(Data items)

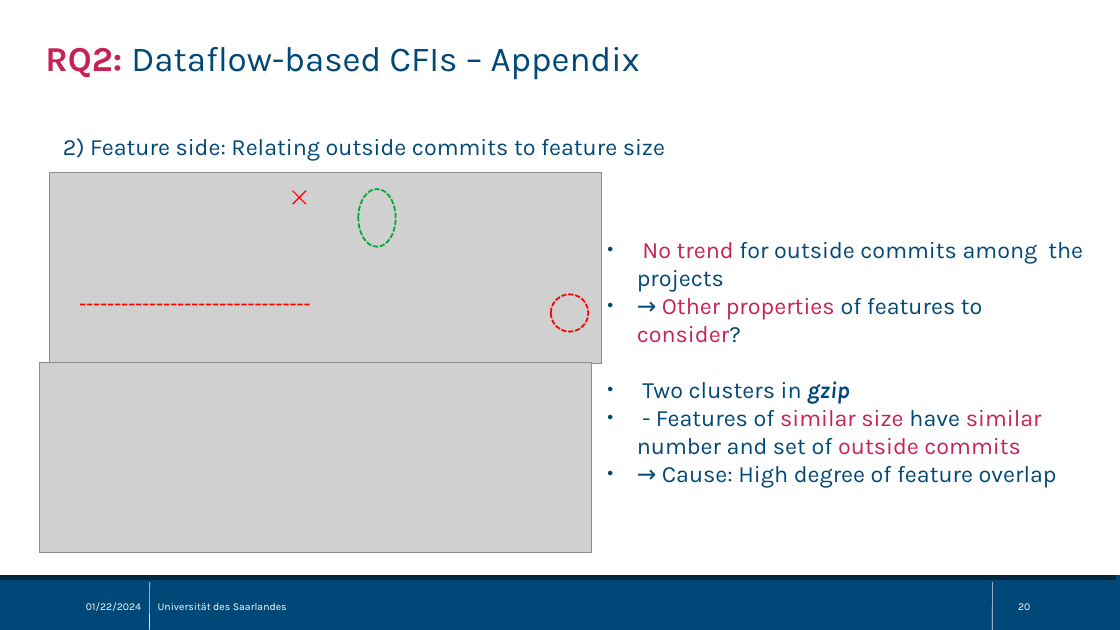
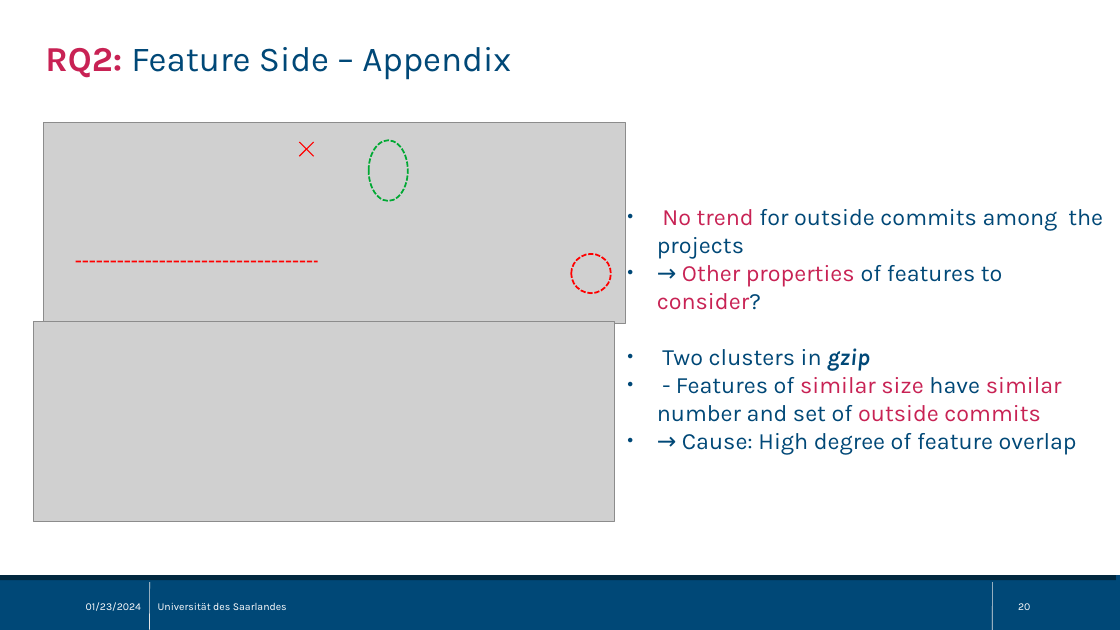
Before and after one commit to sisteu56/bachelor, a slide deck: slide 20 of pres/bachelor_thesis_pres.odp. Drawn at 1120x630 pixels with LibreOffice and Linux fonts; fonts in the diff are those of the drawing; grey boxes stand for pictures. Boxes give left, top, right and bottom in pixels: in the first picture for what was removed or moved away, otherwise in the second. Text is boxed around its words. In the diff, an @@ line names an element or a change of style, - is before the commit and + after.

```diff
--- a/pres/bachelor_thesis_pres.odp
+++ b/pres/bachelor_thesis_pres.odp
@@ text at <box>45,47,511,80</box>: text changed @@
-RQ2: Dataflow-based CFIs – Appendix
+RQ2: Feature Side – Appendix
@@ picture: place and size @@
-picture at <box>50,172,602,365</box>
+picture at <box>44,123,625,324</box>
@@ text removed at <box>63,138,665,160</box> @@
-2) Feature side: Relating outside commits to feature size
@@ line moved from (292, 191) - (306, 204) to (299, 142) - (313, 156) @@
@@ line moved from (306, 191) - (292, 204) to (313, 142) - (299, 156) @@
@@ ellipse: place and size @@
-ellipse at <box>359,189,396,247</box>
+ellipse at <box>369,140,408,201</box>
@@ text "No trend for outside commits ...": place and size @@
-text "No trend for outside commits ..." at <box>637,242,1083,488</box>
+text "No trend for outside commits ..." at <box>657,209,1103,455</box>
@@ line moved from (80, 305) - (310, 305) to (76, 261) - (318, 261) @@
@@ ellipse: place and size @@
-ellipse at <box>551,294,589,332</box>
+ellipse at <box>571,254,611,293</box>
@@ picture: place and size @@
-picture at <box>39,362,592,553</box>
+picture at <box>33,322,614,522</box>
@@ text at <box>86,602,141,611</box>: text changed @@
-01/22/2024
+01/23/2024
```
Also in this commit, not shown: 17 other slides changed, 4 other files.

** ACTION ITEM **
The answer must be an exact copy of the records, with no pictures in it.

** SOLUTION **
Before and after one commit to sisteu56/bachelor, a slide deck: slide 20 of pres/bachelor_thesis_pres.odp. Drawn at 1120x630 pixels with LibreOffice and Linux fonts; fonts in the diff are those of the drawing; grey boxes stand for pictures. Boxes give left, top, right and bottom in pixels: in the first picture for what was removed or moved away, otherwise in the second. Text is boxed around its words. In the diff, an @@ line names an element or a change of style, - is before the commit and + after.

```diff
--- a/pres/bachelor_thesis_pres.odp
+++ b/pres/bachelor_thesis_pres.odp
@@ text at <box>45,47,511,80</box>: text changed @@
-RQ2: Dataflow-based CFIs – Appendix
+RQ2: Feature Side – Appendix
@@ picture: place and size @@
-picture at <box>50,172,602,365</box>
+picture at <box>44,123,625,324</box>
@@ text removed at <box>63,138,665,160</box> @@
-2) Feature side: Relating outside commits to feature size
@@ line moved from (292, 191) - (306, 204) to (299, 142) - (313, 156) @@
@@ line moved from (306, 191) - (292, 204) to (313, 142) - (299, 156) @@
@@ ellipse: place and size @@
-ellipse at <box>359,189,396,247</box>
+ellipse at <box>369,140,408,201</box>
@@ text "No trend for outside commits ...": place and size @@
-text "No trend for outside commits ..." at <box>637,242,1083,488</box>
+text "No trend for outside commits ..." at <box>657,209,1103,455</box>
@@ line moved from (80, 305) - (310, 305) to (76, 261) - (318, 261) @@
@@ ellipse: place and size @@
-ellipse at <box>551,294,589,332</box>
+ellipse at <box>571,254,611,293</box>
@@ picture: place and size @@
-picture at <box>39,362,592,553</box>
+picture at <box>33,322,614,522</box>
@@ text at <box>86,602,141,611</box>: text changed @@
-01/22/2024
+01/23/2024
```
Also in this commit, not shown: 17 other slides changed, 4 other files.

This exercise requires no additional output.